Parallels is just a really handy tool that isn't available to windows users as accessibly(Or at all, IDK), which is why it's such a popular software to those of us that bootcamp OS's regularly.

Should look into it.


----------



## farlex85 (Jun 29, 2009)

Ravenas said:


> I realize parallels cost money, but Bootcamp is included in Apple's operating system and installs Windows natively, it's different than parallels and in my opinion the best option.



I would agree free for equivalent = better in my book. I'm not sure why there's still a market for parallels if that is the case.



Dippyskoodlez said:


> Parallels is just a really handy tool that isn't available to windows users as accessibly(Or at all, IDK), which is why it's such a popular software to those of us that bootcamp OS's regularly.
> 
> Should look into it.



What does it do that boot camp or Windows won't?


----------



## Dippyskoodlez (Jun 29, 2009)

farlex85 said:


> I would agree free for equivalent = better in my book. I'm not sure why there's still a market for parallels if that is the case.



Parallels and Vmware fusion provide basic Virtual machines on OS X like Vmware has done so in the past, but with some really nice features that aren't available for Windows.

i.e. Unity/Coherence, and Bootcamp support.

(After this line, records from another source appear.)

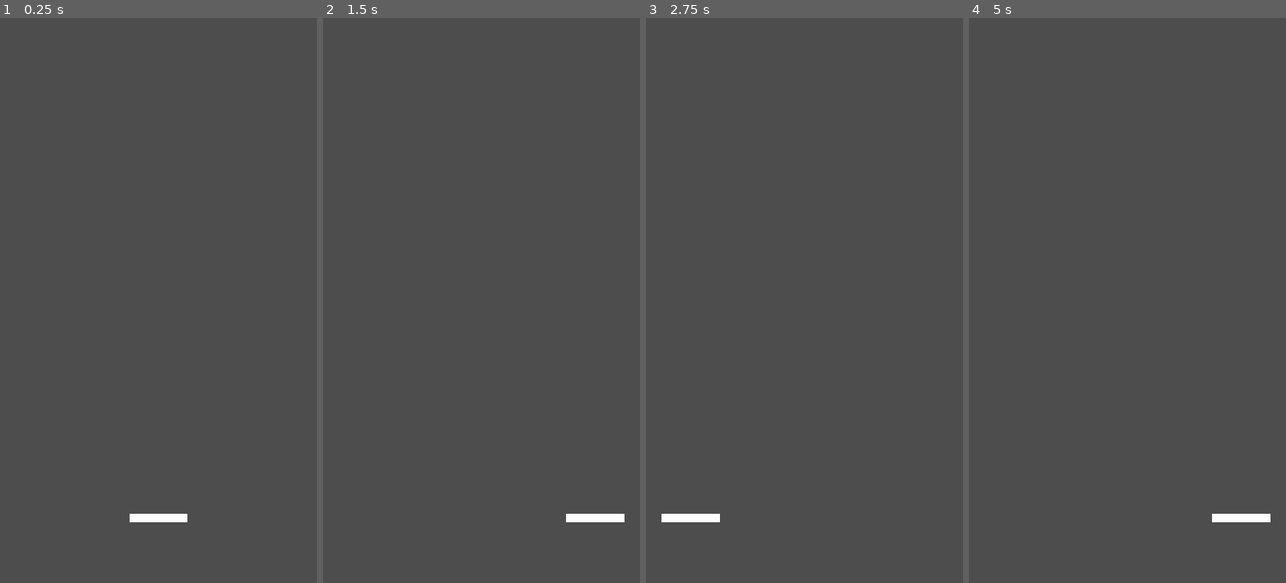
Above: before the commit, frames 1-4 (left to right).
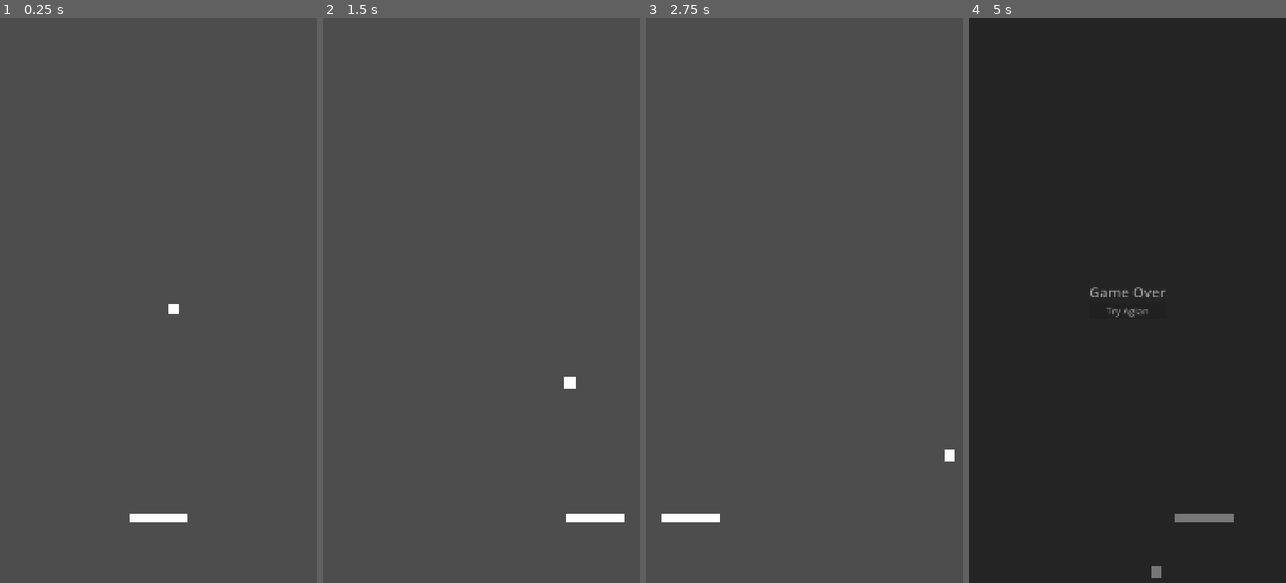
Above: after the commit, the same moments.

Repository: EBregains/endless-breakout
Game: Godot game, scene res://scenes/main.tscn
Two runs of this game, one before a commit and one after it. Both use one fixed random seed, a clock stepped at 60 frames per second and the inputs below. Before the commit the project starts from res://main.tscn.
Inputs:
- Up to frame 1 (0.25 s): no input
- Up to frame 2 (1.5 s): hold Right (ui_right) from 0.53 s (still down)
- Up to frame 3 (2.75 s): tap Enter at 2 s; release Right (ui_right) at 2.03 s; hold Left (ui_left) from 2.03 s (still down)
- Up to frame 4 (5 s): tap Space at 2.75 s; release Left (ui_left) at 4.28 s; hold Right (ui_right) from 4.28 s (still down)

The runs differ from the first frame. In frame 1, less than 0.1% of the frame differs, in the area x 53-57%, y 50-53%; in frame 2, less than 0.1%; in frame 3, less than 0.1%; in frame 4, 100%, in the area x 0-100%, y 0-100%.

Commit message:
Add ball, walls, and game over screen + area

Diff:
--- a/main.tscn
+++ /dev/null
@@ -1,28 +0,0 @@
-[gd_scene format=3 uid="uid://dm4rh8a0k32c0"]
-
-[ext_resource type="Script" uid="uid://dlu1vhwo7ch3o" path="res://paddle.gd" id="1_ig7tw"]
-
-[sub_resource type="RectangleShape2D" id="RectangleShape2D_0xm2m"]
-size = Vector2(200, 30)
-
-[node name="Main" type="Node2D" unique_id=2077291913]
-
-[node name="Paddle" type="CharacterBody2D" parent="." unique_id=1583784295]
-position = Vector2(540, 1700)
-script = ExtResource("1_ig7tw")
-
-[node name="ColorRect" type="ColorRect" parent="Paddle" unique_id=1957659710]
-anchors_preset = 8
-anchor_left = 0.5
-anchor_top = 0.5
-anchor_right = 0.5
-anchor_bottom = 0.5
-offset_left = -100.0
-offset_top = -15.0
-offset_right = 100.0
-offset_bottom = 15.0
-grow_horizontal = 2
-grow_vertical = 2
-
-[node name="CollisionShape2D" type="CollisionShape2D" parent="Paddle" unique_id=447120341]
-shape = SubResource("RectangleShape2D_0xm2m")
--- a/project.godot
+++ b/project.godot
@@ -22,6 +22,14 @@
 window/stretch/mode="canvas_items"
 window/handheld/orientation=1
 
+[layer_names]
+
+2d_physics/layer_1="Paredes"
+2d_physics/layer_2="Paddle"
+2d_physics/layer_3="Pelota"
+2d_physics/layer_4="Ladrillos"
+2d_physics/layer_5="GameOverArea"
+
 [physics]
 
 3d/physics_engine="Jolt Physics"
--- /dev/null
+++ b/scenes/ball.tscn
@@ -0,0 +1,27 @@
+[gd_scene format=3 uid="uid://3o8nepktsysi"]
+
+[ext_resource type="Script" uid="uid://dih8tvktwrq14" path="res://scripts/ball.gd" id="1_7s4qf"]
+
+[sub_resource type="CircleShape2D" id="CircleShape2D_cxlvu"]
+radius = 18.0
+
+[node name="Ball" type="CharacterBody2D" unique_id=1760239848]
+collision_layer = 4
+collision_mask = 27
+script = ExtResource("1_7s4qf")
+
+[node name="CollisionShape2D" type="CollisionShape2D" parent="." unique_id=550916194]
+shape = SubResource("CircleShape2D_cxlvu")
+
+[node name="ColorRect" type="ColorRect" parent="." unique_id=420984942]
+anchors_preset = 8
+anchor_left = 0.5
+anchor_top = 0.5
+anchor_right = 0.5
+anchor_bottom = 0.5
+offset_left = -18.0
+offset_top = -18.0
+offset_right = 18.0
+offset_bottom = 18.0
+grow_horizontal = 2
+grow_vertical = 2
--- /dev/null
+++ b/scenes/main.tscn
@@ -0,0 +1,108 @@
+[gd_scene format=3 uid="uid://dm4rh8a0k32c0"]
+
+[ext_resource type="PackedScene" uid="uid://3o8nepktsysi" path="res://scenes/ball.tscn" id="1_0wfyh"]
+[ext_resource type="PackedScene" uid="uid://bre0iyv8m2uqp" path="res://scenes/paddle.tscn" id="1_o5qli"]
+[ext_resource type="Script" uid="uid://3tr0cw127lx7" path="res://scripts/main.gd" id="1_sugp2"]
+
+[sub_resource type="WorldBoundaryShape2D" id="WorldBoundaryShape2D_o5qli"]
+normal = Vector2(1, 0)
+
+[sub_resource type="WorldBoundaryShape2D" id="WorldBoundaryShape2D_0wfyh"]
+normal = Vector2(-1, 0)
+distance = -1080.0
+
+[sub_resource type="RectangleShape2D" id="RectangleShape2D_0wfyh"]
+size = Vector2(1200, 256)
+
+[sub_resource type="RectangleShape2D" id="RectangleShape2D_sugp2"]
+size = Vector2(1200, 300)
+
+[sub_resource type="LabelSettings" id="LabelSettings_jyhfs"]
+font_size = 48
+
+[node name="Main" type="Node2D" unique_id=2077291913 node_paths=PackedStringArray("GameOverOverlay")]
+script = ExtResource("1_sugp2")
+GameOverOverlay = NodePath("GameOverOverlay/GameOverOverlayControl")
+
+[node name="Ball" parent="." unique_id=775837606 instance=ExtResource("1_0wfyh")]
+position = Vector2(542, 939)
+
+[node name="Paddle" parent="." unique_id=1129403531 instance=ExtResource("1_o5qli")]
+position = Vector2(540, 1700)
+
+[node name="LeftWall" type="StaticBody2D" parent="." unique_id=1422765768]
+collision_mask = 4
+
+[node name="CollisionShape2D" type="CollisionShape2D" parent="LeftWall" unique_id=1725555550]
+shape = SubResource("WorldBoundaryShape2D_o5qli")
+
+[node name="RightWall" type="StaticBody2D" parent="." unique_id=1407768070]
+collision_mask = 4
+
+[node name="CollisionShape2D" type="CollisionShape2D" parent="RightWall" unique_id=1257248693]
+shape = SubResource("WorldBoundaryShape2D_0wfyh")
+
+[node name="UpperWall" type="StaticBody2D" parent="." unique_id=73428374]
+collision_mask = 4
+
+[node name="CollisionShape2D" type="CollisionShape2D" parent="UpperWall" unique_id=407834017]
+position = Vector2(539, -145)
+shape = SubResource("RectangleShape2D_0wfyh")
+
+[node name="GameOverArea" type="Area2D" parent="." unique_id=2048340154]
+position = Vector2(550, 2063)
+collision_layer = 16
+collision_mask = 4
+
+[node name="CollisionShape2D" type="CollisionShape2D" parent="GameOverArea" unique_id=1461443592]
+position = Vector2(0, -17)
+shape = SubResource("RectangleShape2D_sugp2")
+debug_color = Color(0.9866454, 0.11510334, 0, 0.41960785)
+
+[node name="GameOverOverlay" type="CanvasLayer" parent="." unique_id=1324270855]
+process_mode = 3
+
+[node name="GameOverOverlayControl" type="Control" parent="GameOverOverlay" unique_id=780846995]
+layout_mode = 3
+anchors_preset = 15
+anchor_right = 1.0
+anchor_bottom = 1.0
+grow_horizontal = 2
+grow_vertical = 2
+
+[node name="ColorRect" type="ColorRect" parent="GameOverOverlay/GameOverOverlayControl" unique_id=1676510586]
+layout_mode = 1
+anchors_preset = 15
+anchor_right = 1.0
+anchor_bottom = 1.0
+grow_horizontal = 2
+grow_vertical = 2
+color = Color(0, 0, 0, 1)
+
+[node name="VBoxContainer" type="VBoxContainer" parent="GameOverOverlay/GameOverOverlayControl" unique_id=1339789117]
+layout_mode = 1
+anchors_preset = 8
+anchor_left = 0.5
+anchor_top = 0.5
+anchor_right = 0.5
+anchor_bottom = 0.5
+offset_left = -130.0
+offset_top = -62.0
+offset_right = 130.0
+offset_bottom = 62.0
+grow_horizontal = 2
+grow_vertical = 2
+
+[node name="Label" type="Label" parent="GameOverOverlay/GameOverOverlayControl/VBoxContainer" unique_id=1948445306]
+layout_mode = 2
+text = "Game Over"
+label_settings = SubResource("LabelSettings_jyhfs")
+
+[node name="RetryButton" type="Button" parent="GameOverOverlay/GameOverOverlayControl/VBoxContainer" unique_id=805329210]
+layout_mode = 2
+theme_override_font_sizes/font_size = 32
+text = "Try Agian
+"
+
+[connection signal="body_entered" from="GameOverArea" to="." method="_on_game_over_area_body_entered"]
+[connection signal="button_up" from="GameOverOverlay/GameOverOverlayControl/VBoxContainer/RetryButton" to="." method="_on_retry_button_button_up"]
--- /dev/null
+++ b/scenes/paddle.tscn
@@ -0,0 +1,27 @@
+[gd_scene format=3 uid="uid://bre0iyv8m2uqp"]
+
+[ext_resource type="Script" uid="uid://dlu1vhwo7ch3o" path="res://scripts/paddle.gd" id="1_3xiby"]
+
+[sub_resource type="RectangleShape2D" id="RectangleShape2D_0xm2m"]
+size = Vector2(200, 30)
+
+[node name="Paddle" type="CharacterBody2D" unique_id=1129403531]
+collision_layer = 2
+collision_mask = 4
+script = ExtResource("1_3xiby")
+
+[node name="ColorRect" type="ColorRect" parent="." unique_id=1800235599]
+anchors_preset = 8
+anchor_left = 0.5
+anchor_top = 0.5
+anchor_right = 0.5
+anchor_bottom = 0.5
+offset_left = -100.0
+offset_top = -15.0
+offset_right = 100.0
+offset_bottom = 15.0
+grow_horizontal = 2
+grow_vertical = 2
+
+[node name="CollisionShape2D" type="CollisionShape2D" parent="." unique_id=197930467]
+shape = SubResource("RectangleShape2D_0xm2m")
--- /dev/null
+++ b/scripts/ball.gd
@@ -0,0 +1,13 @@
+extends CharacterBody2D
+
+func _ready() -> void:
+	# Velocidad inicial
+	velocity.x = 200
+	velocity.y = 200
+
+func _physics_process(delta: float) -> void:
+
+	# Movemos
+	var collision = move_and_collide(self.velocity * delta)
+	if collision != null:
+		self.velocity = self.velocity.bounce(collision.get_normal())
--- /dev/null
+++ b/scripts/main.gd
@@ -0,0 +1,32 @@
+extends Node2D
+@export_group("Nodes", "")
+@export var GameOverOverlay: Control
+# Called when the node enters the scene tree for the first time.
+func _ready() -> void:
+	GameOverOverlay.visible = false
+	GameOverOverlay.modulate.a = 0
+	pass # Replace with function body.
+
+func game_over():
+	GameOverOverlay.visible = true
+	# crear tween que también sobreviva al pause
+	var tween = create_tween()
+	tween.set_pause_mode(Tween.TWEEN_PAUSE_PROCESS)  # el tween sigue corriendo aunque el árbol esté pausado
+	tween.tween_property(GameOverOverlay, "modulate:a", 1.0, 0.5)
+	# ahora sí pausamos todo lo demás
+	get_tree().paused = true
+
+# Called every frame. 'delta' is the elapsed time since the previous frame.
+func _process(delta: float) -> void:
+	pass
+
+# Si la pelota entra en este area GO
+func _on_game_over_area_body_entered(body: Node2D) -> void:
+	self.game_over()
+	pass # Replace with function body.
+
+
+func _on_retry_button_button_up() -> void:
+	get_tree().paused = false
+	get_tree().reload_current_scene()
+	pass # Replace with function body.
Not shown, added: scripts/ball.gd.uid
Not shown, added: scripts/main.gd.uid
Renamed: paddle.gd -> scripts/paddle.gd
Renamed: paddle.gd.uid -> scripts/paddle.gd.uid

On my MBP I run OS X, and a Bootcamp Windows 7 right now. I can boot windows 7 up in Vmware, within OS X, and run programs (Even games! i.e. TF2), or reboot into Windows 7 directly ( The exact same install!)

unity and Coherence are just a big time bonus for doing homework in Visual studio and such  This can't really be explained easily without a screenshot: http://www.pcmech.com/wp-content/uploads/2007/11/vmware_unity.png

Unity makes Windows windows behave like OS X windows. Dock support, etc. It's extremely handy.


----------



## farlex85 (Jun 29, 2009)

Dippyskoodlez said:


> Parallels and Vmware fusion provide basic Virtual machines on OS X like Vmware has done so in the past, but with some really nice features that aren't available for Windows.
> 
> i.e. Unity/Coherence, and Bootcamp support.
> 
> ...



Ah I see so it'll do VM's. I myself have no need for VM's, I'd rather just do a full reboot. But that's neato I suppose.


----------



## Dippyskoodlez (Jun 29, 2009)

farlex85 said:


> Ah I see so it'll do VM's. I myself have no need for VM's, I'd rather just do a full reboot. But that's neato I suppose.



This allows you to run your bootcamp partition in a "VM" with 3d support so you get the best of both worlds.


----------



## farlex85 (Jun 29, 2009)

Dippyskoodlez said:


> This allows you to run your bootcamp partition in a "VM" with 3d support so you get the best of both worlds.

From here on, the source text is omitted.